Na quinta, a União Europeia aprovou uma resolução em que pede "pausas" nos bombardeios para assegurar ajuda humanitária. Israel rejeita o pleito, mas diz que o envio de ajuda humanitária é possível, desde que não chegue às mãos de terroristas.
Apesar dos avisos de Israel, alguns palestinos se mantêm no norte do enclave por temerem bombardeios durante o deslocamento, enquanto outros receiam perder suas casas em caráter definitivo.
Também nesta sexta, a agência de notícias Reuters disse ter recebido das Forças Armadas israelense a informação de que eles não podem garantir a segurança de jornalistas atuando em Gaza.
O Comitê de Proteção a Jornalistas (CPJ) já contabiliza em 29 o número de profissionais mortos ao longo das três semanas de conflito.
"Um apagão nas comunicações é um apagão de notícias", comentou a entidade, argumentando que o mundo "perde uma janela para a realidade" a partir do momento em que correspondentes tornam-se incomunicáveis, criando um vácuo informacional que pode ser preenchido com "propaganda mortal e informações falsas".
"Estamos ao lado dos jornalistas nesta hora sombria, [ao lado] daqueles que perseguem a verdade, e cujo trabalho diário nos mantém informados com fatos que lançam luz sobre a condição humana e ajuda a responsabilizar o poder."
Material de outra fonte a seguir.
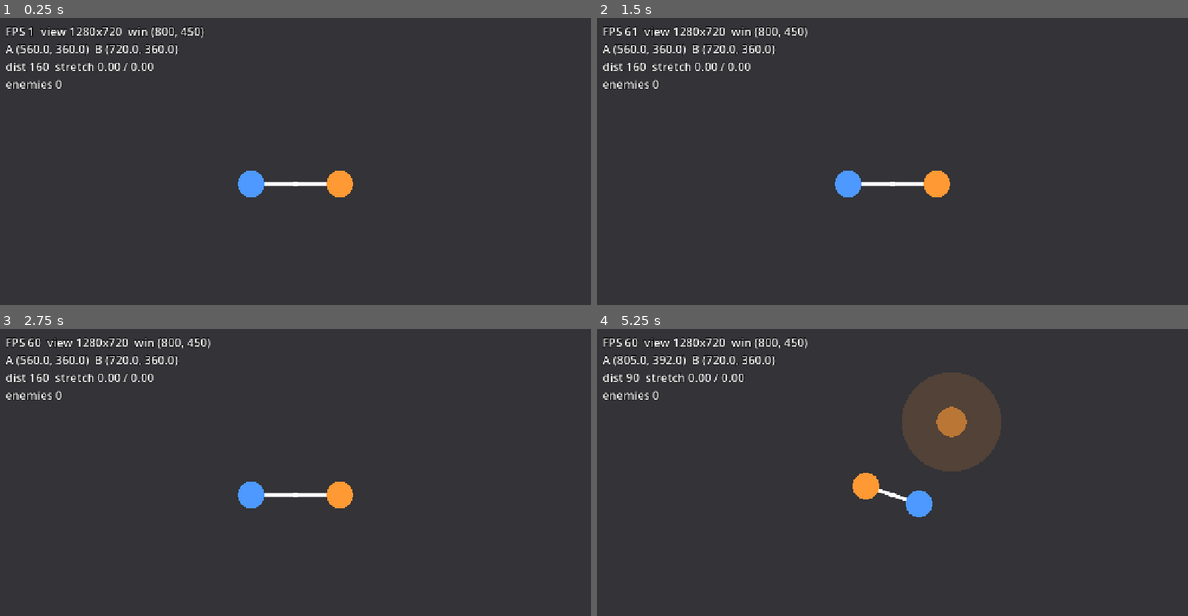
Above: before the commit, frames 1-4 (two rows, left to right).
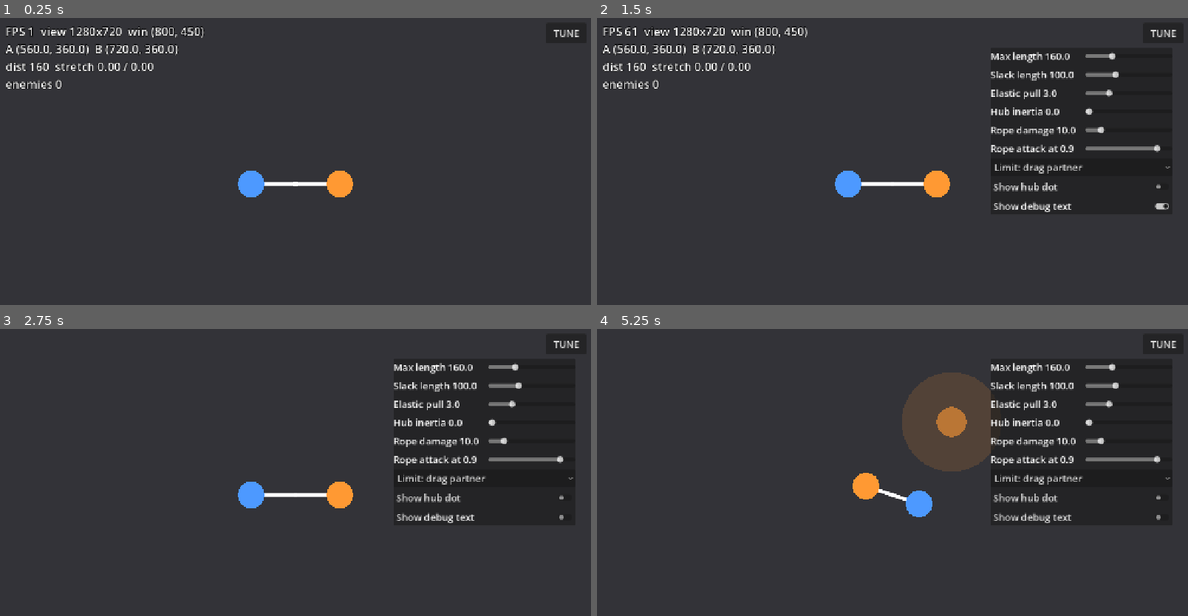
Above: after the commit, the same moments.

Repository: suutukuru/bind-run
Game: Godot game, scene res://scenes/main/main.tscn
Two runs of this game, one before a commit and one after it. Both use one fixed random seed, a clock stepped at 60 frames per second and the inputs below.
Inputs (mouse positions are in pixels of both pictures, inside the frame that each line leads up to):
- Up to frame 1 (0.25 s): no input
- Up to frame 2 (1.5 s): click (1164, 32) at 0.5 s, where only the run after the commit has a clickable "TUNE"; click (1081, 187) at 1.25 s, where only the run after the commit has a clickable "Show hub dot"
- Up to frame 3 (2.75 s): click (484, 518) at 2 s, where only the run after the commit has a clickable "Show debug text"
- Up to frame 4 (5.25 s): click (1081, 478) at 2.75 s, where only the run after the commit has a clickable "Limit: drag partner"; tap Enter at 3.5 s; move the mouse to (1022, 478) at 3.52 s; hold D (a_right) 3.53-4.25 s; click (1022, 478) at 3.67 s; drag from (774, 512) to (862, 561) at 4.27 s; move the mouse to (951, 420) at 5.02 s; hold D (a_right) from 5.03 s (still down); click (951, 420) at 5.17 s

The runs differ from the first frame. In frame 1, less than 0.1% of the frame differs, in the area x 93-98%, y 4-7%; in frame 2, 4.5%; in frame 3, 5.9%; in frame 4, 6.1%, in the area x 1-98%, y 2-68%.

Commit message:
Add on-device rope tuning panel (TASK-022)
English-only UI (the web default font has no Japanese glyphs); sizes are
derived from the screen's short side.

Co-Authored-By: Claude Sonnet 5.5 <noreply@anthropic.com>
Claude-Session: https://claude.ai/code/session_01FmuN5U8N5hun1pocAD6Yrf

Diff:
--- a/scenes/debug/debug_overlay.gd
+++ b/scenes/debug/debug_overlay.gd
@@ -31,6 +31,11 @@
 		_refresh()
 
 
+func set_text_visible(on: bool) -> void:
+	_label.visible = on
+	_refresh()
+
+
 func _unhandled_input(event: InputEvent) -> void:
 	if event.is_action_pressed("debug_toggle_overlay"):
 		_label.visible = not _label.visible
--- /dev/null
+++ b/scenes/debug/tuning_panel.gd
@@ -0,0 +1,129 @@
+class_name TuningPanel
+extends CanvasLayer
+## 紐のパラメータをスマホ上で触って、手触りを比べるための調整パネル（TASK-022）。
+## 値は Rope が持つ config の複製を直接書き換える（元の .tres は変わらない）。
+## 表示は英語のみ: Web 版の標準フォントには日本語の文字が入っていないため。
+
+@export var rope_path: NodePath
+@export var overlay_path: NodePath
+
+## [プロパティ名, 表示名, 最小, 最大, 刻み]
+const SLIDERS: Array = [
+	["max_radius", "Max length", 60.0, 400.0, 5.0],
+	["natural_radius", "Slack length", 0.0, 300.0, 5.0],
+	["stiffness", "Elastic pull", 0.0, 12.0, 0.5],
+	["hub_follow_rate", "Hub inertia", 0.0, 20.0, 0.5],
+	["attack_damage", "Rope damage", 1.0, 60.0, 1.0],
+	["attack_threshold", "Rope attack at", 0.3, 1.0, 0.05],
+]
+
+var _rope: Rope
+var _overlay: DebugOverlay
+var _root: Control
+var _toggle: Button
+var _panel: PanelContainer
+var _mode: OptionButton
+var _sliders: Dictionary = {}
+var _value_labels: Dictionary = {}
+
+
+func _ready() -> void:
+	layer = 90
+	_rope = get_node_or_null(rope_path) as Rope
+	_overlay = get_node_or_null(overlay_path) as DebugOverlay
+	if _rope == null or _rope.config == null:
+		push_error("TuningPanel: Rope が見つかりません: %s" % rope_path)
+		return
+	_build()
+	get_viewport().size_changed.connect(_layout)
+	_layout()
+
+
+## スライダーと同じ経路で値を変える（テストからも呼べる）
+func set_param(property: String, value: float) -> void:
+	_rope.config.set(property, value)
+	_update_label(property)
+
+
+func set_limit_mode(index: int) -> void:
+	_rope.config.limit_mode = index
+
+
+func _build() -> void:
+	_root = Control.new()
+	_root.mouse_filter = Control.MOUSE_FILTER_IGNORE
+	_root.set_anchors_preset(Control.PRESET_FULL_RECT)
+	add_child(_root)
+
+	_toggle = Button.new()
+	_toggle.text = "TUNE"
+	_toggle.pressed.connect(func() -> void: _panel.visible = not _panel.visible)
+	_root.add_child(_toggle)
+
+	_panel = PanelContainer.new()
+	_panel.visible = false
+	_root.add_child(_panel)
+	var box: VBoxContainer = VBoxContainer.new()
+	_panel.add_child(box)
+
+	for def: Array in SLIDERS:
+		var property: String = def[0]
+		var row: HBoxContainer = HBoxContainer.new()
+		box.add_child(row)
+		var label: Label = Label.new()
+		_value_labels[property] = label
+		row.add_child(label)
+		var slider: HSlider = HSlider.new()
+		slider.min_value = def[2]
+		slider.max_value = def[3]
+		slider.step = def[4]
+		slider.value = _rope.config.get(property)
+		slider.size_flags_horizontal = Control.SIZE_EXPAND_FILL
+		slider.size_flags_vertical = Control.SIZE_SHRINK_CENTER
+		slider.value_changed.connect(func(v: float) -> void: set_param(property, v))
+		_sliders[property] = slider
+		row.add_child(slider)
+		_update_label(property)
+
+	_mode = OptionButton.new()
+	_mode.add_item("Limit: drag partner")
+	_mode.add_item("Limit: block")
+	_mode.selected = _rope.config.limit_mode
+	_mode.item_selected.connect(set_limit_mode)
+	box.add_child(_mode)
+
+	var hub_check: CheckButton = CheckButton.new()
+	hub_check.text = "Show hub dot"
+	hub_check.button_pressed = _rope.show_hub
+	hub_check.toggled.connect(func(on: bool) -> void: _rope.show_hub = on)
+	box.add_child(hub_check)
+
+	if _overlay != null:
+		var text_check: CheckButton = CheckButton.new()
+		text_check.text = "Show debug text"
+		text_check.button_pressed = true
+		text_check.toggled.connect(func(on: bool) -> void: _overlay.set_text_visible(on))
+		box.add_child(text_check)
+
+
+func _update_label(property: String) -> void:
+	for def: Array in SLIDERS:
+		if def[0] == property:
+			var value: float = _rope.config.get(property)
+			(_value_labels[property] as Label).text = "%s %s" % [def[1], str(snappedf(value, 0.01))]
+
+
+# 画面の大きさ（向き）が変わるたびに、文字・ボタン・パネルの大きさと位置を合わせ直す
+func _layout() -> void:
+	var u: float = UiScale.unit(get_viewport())
+	var view: Vector2 = get_viewport().get_visible_rect().size
+	var ui_theme: Theme = Theme.new()
+	ui_theme.default_font_size = int(3.0 * u)
+	_root.theme = ui_theme
+	var margin: float = 1.5 * u
+	_toggle.custom_minimum_size = Vector2(12.0 * u, 6.0 * u)
+	_toggle.position = Vector2(view.x - 12.0 * u - margin, margin)
+	_panel.position = Vector2(view.x - 58.0 * u - margin, margin * 2.0 + 6.0 * u)
+	for property: String in _sliders:
+		(_sliders[property] as HSlider).custom_minimum_size = Vector2(26.0 * u, 5.0 * u)
+		(_value_labels[property] as Label).custom_minimum_size = Vector2(28.0 * u, 0)
--- a/scenes/main/main.tscn
+++ b/scenes/main/main.tscn
@@ -6,6 +6,7 @@
 [ext_resource type="Script" path="res://scripts/input/touch_move_input.gd" id="6_touch"]
 [ext_resource type="Script" path="res://scenes/camera/follow_camera.gd" id="7_camera"]
 [ext_resource type="Script" path="res://scenes/debug/debug_overlay.gd" id="8_debug"]
+[ext_resource type="Script" path="res://scenes/debug/tuning_panel.gd" id="9_tuning"]
 [ext_resource type="PackedScene" path="res://scenes/rope/rope.tscn" id="4_rope"]
 [ext_resource type="Resource" path="res://data/rope/default_rope_config.tres" id="5_config"]
 
@@ -53,3 +54,8 @@
 [node name="DebugOverlay" type="CanvasLayer" parent="."]
 script = ExtResource("8_debug")
 rope_path = NodePath("../Rope")
+
+[node name="TuningPanel" type="CanvasLayer" parent="."]
+script = ExtResource("9_tuning")
+rope_path = NodePath("../Rope")
+overlay_path = NodePath("../DebugOverlay")
--- /dev/null
+++ b/scripts/ui/ui_scale.gd
@@ -0,0 +1,9 @@
+class_name UiScale
+extends RefCounted
+## UI の大きさの基準。画面の短辺の 1% を 1 単位とする。
+## 縦持ち・横持ち・端末の違いに関わらず、文字やボタンが同じ見た目の大きさになる。
+
+
+static func unit(viewport: Viewport) -> float:
+	var size: Vector2 = viewport.get_visible_rect().size
+	return minf(size.x, size.y) / 100.0
--- /dev/null
+++ b/tests/test_tuning.gd
@@ -0,0 +1,45 @@
+extends "res://tests/test_case.gd"
+## 調整パネル（TC-108）。スライダーの操作そのものはスマホで確認する。
+
+
+func _make_main() -> Node:
+	var main: Node = (load("res://scenes/main/main.tscn") as PackedScene).instantiate()
+	tree.root.add_child(main)
+	return main
+
+
+func _free_main(main: Node) -> void:
+	tree.root.remove_child(main)
+	main.free()
+
+
+func test_set_param_changes_only_this_ropes_config() -> void:
+	var main: Node = _make_main()
+	var panel: TuningPanel = main.get_node("TuningPanel") as TuningPanel
+	var rope: Rope = main.get_node("Rope") as Rope
+	var shared: RopeConfig = load("res://data/rope/default_rope_config.tres") as RopeConfig
+	var before: float = shared.stiffness
+	panel.set_param("stiffness", 7.0)
+	check_near(rope.config.stiffness, 7.0, "rope config changed")
+	check_near(shared.stiffness, before, "the shared .tres is untouched")
+	_free_main(main)
+
+
+func test_limit_mode_can_be_switched() -> void:
+	var main: Node = _make_main()
+	var panel: TuningPanel = main.get_node("TuningPanel") as TuningPanel
+	var rope: Rope = main.get_node("Rope") as Rope
+	panel.set_limit_mode(1)
+	check_eq(rope.config.limit_mode, RopeConfig.BLOCK, "block mode")
+	panel.set_limit_mode(0)
+	check_eq(rope.config.limit_mode, RopeConfig.DRAG, "drag mode")
+	_free_main(main)
+
+
+func test_sliders_start_at_the_current_values() -> void:
+	var main: Node = _make_main()
+	var panel: TuningPanel = main.get_node("TuningPanel") as TuningPanel
+	var rope: Rope = main.get_node("Rope") as Rope
+	var slider: HSlider = panel._sliders["max_radius"] as HSlider
+	check_near(slider.value, rope.config.max_radius, "max_radius slider")
+	_free_main(main)
Not shown, changed: docs/planning/task-board.md
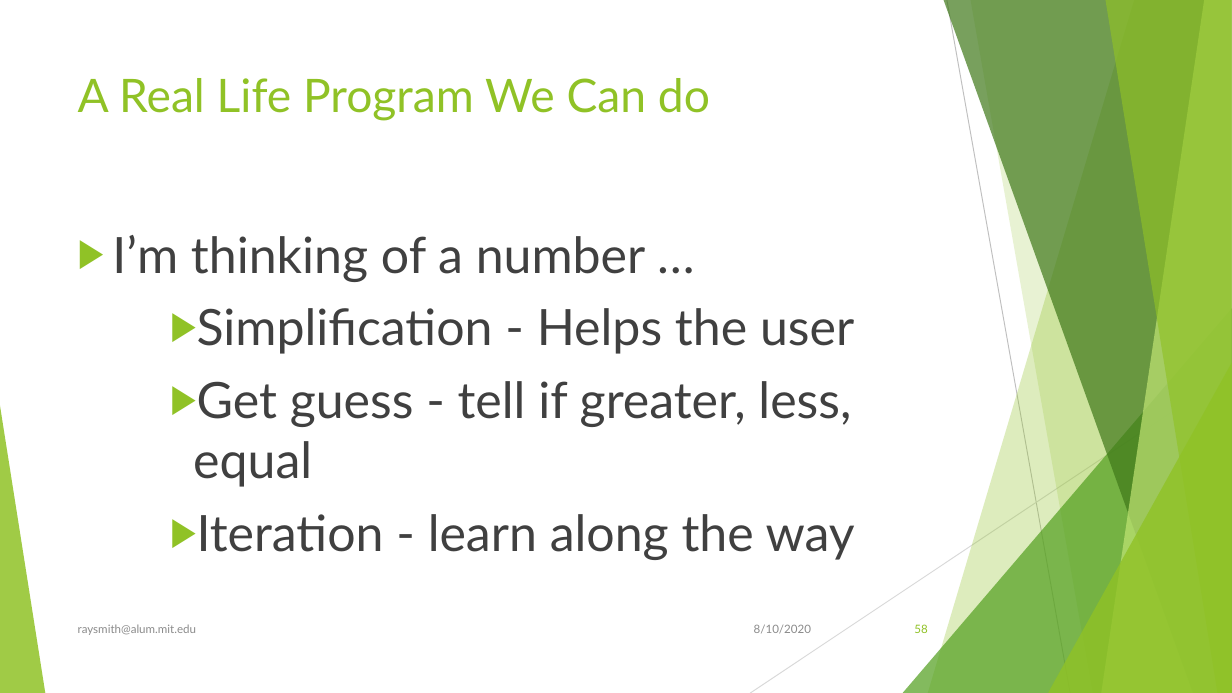
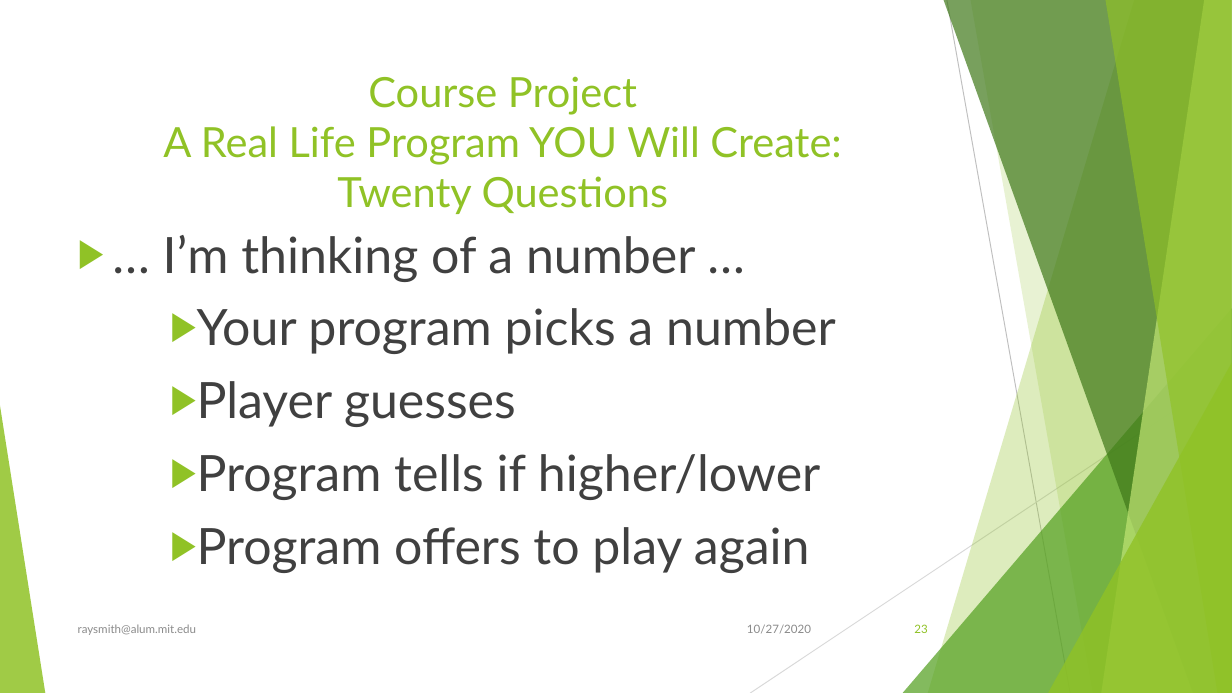
Before and after one commit to raysmith619/Introduction-To-Programming, a slide deck: slide 23 of Docs/Introduction to Proramming Using Python.pptx (slide 58 before the commit). Drawn at 1232x693 pixels with LibreOffice and Linux fonts; fonts in the diff are those of the drawing. Boxes give left, top, right and bottom in pixels: in the first picture for what was removed or moved away, otherwise in the second. Text is boxed around its words. In the diff, an @@ line names an element or a change of style, - is before the commit and + after.

```diff
--- a/Docs/Introduction to Proramming Using Python.pptx
+++ b/Docs/Introduction to Proramming Using Python.pptx
@@ title at <box>163,76,841,214</box>: text changed; size 36 to 32.4 pt @@
-A Real Life Program We Can do
+Course Project
+A Real Life Program YOU Will Create:
+Twenty Questions
@@ text at <box>163,235,836,573</box>: text changed @@
-▶ I’m thinking of a number …
-    ▶ Simplification - Helps the user
-    ▶ Get guess - tell if greater, less, equal
-    ▶ Iteration - learn along the way
+▶ … I’m thinking of a number …
+    ▶ Your program picks a number
+    ▶ Player guesses
+    ▶ Program tells if higher/lower
+    ▶ Program offers to play again
@@ text at <box>747,624,811,633</box>: text changed @@
-8/10/2020
+10/27/2020
@@ page number at <box>914,624,927,633</box>: text changed @@
-58
+23
```
Also in this commit, not shown: 106 other slides changed, 23 slides added, 2 slides removed, 1 other file.

Temores sobre agravamento de situação humanitária de civis e expansão do conflito
As FDI já realizaram antes outras incursões de poucas horas pela Faixa de Gaza – a última e mais significativa, na madrugada anterior, envolveu blindados e teve caráter "preparatório", segundo os militares israelenses.
As Nações Unidas e outras organizações humanitárias alertam para o risco de que uma invasão em larga escala possa piorar a situação da população civil na região e aumentar o saldo de mortos. Sob cerco militar, palestinos em Gaza estariam sendo severamente desprovidos de serviços básicos essenciais, como água potável, alimentos e energia.
Muitos se deslocaram para o sul do enclave, seguindo orientações de Israel para poupar civis do confronto – a FDI, porém, sustenta que o Hamas tem seguidamente sabotado esses esforços e usado inocentes como escudo humano.
Nesta sexta, as Forças Armadas israelenses anunciaram que o Hamas manteria um quartel-general no subterrâneo do maior hospital de Gaza, o Al-Shifa.
Parte da comunidade internacional teme que o conflito no Oriente Médio saia do controle – as tensões militares têm escalado nas fronteiras de Israel com Líbano e Síria.
Já o receio de parentes dos sequestrados pelo Hamas é de que uma invasão inviabilize as negociações para a libertação deles – o grupo islâmico ameaça matá-los, e alega, sem fornecer provas, que 50 já foram mortos em bombardeios israelenses.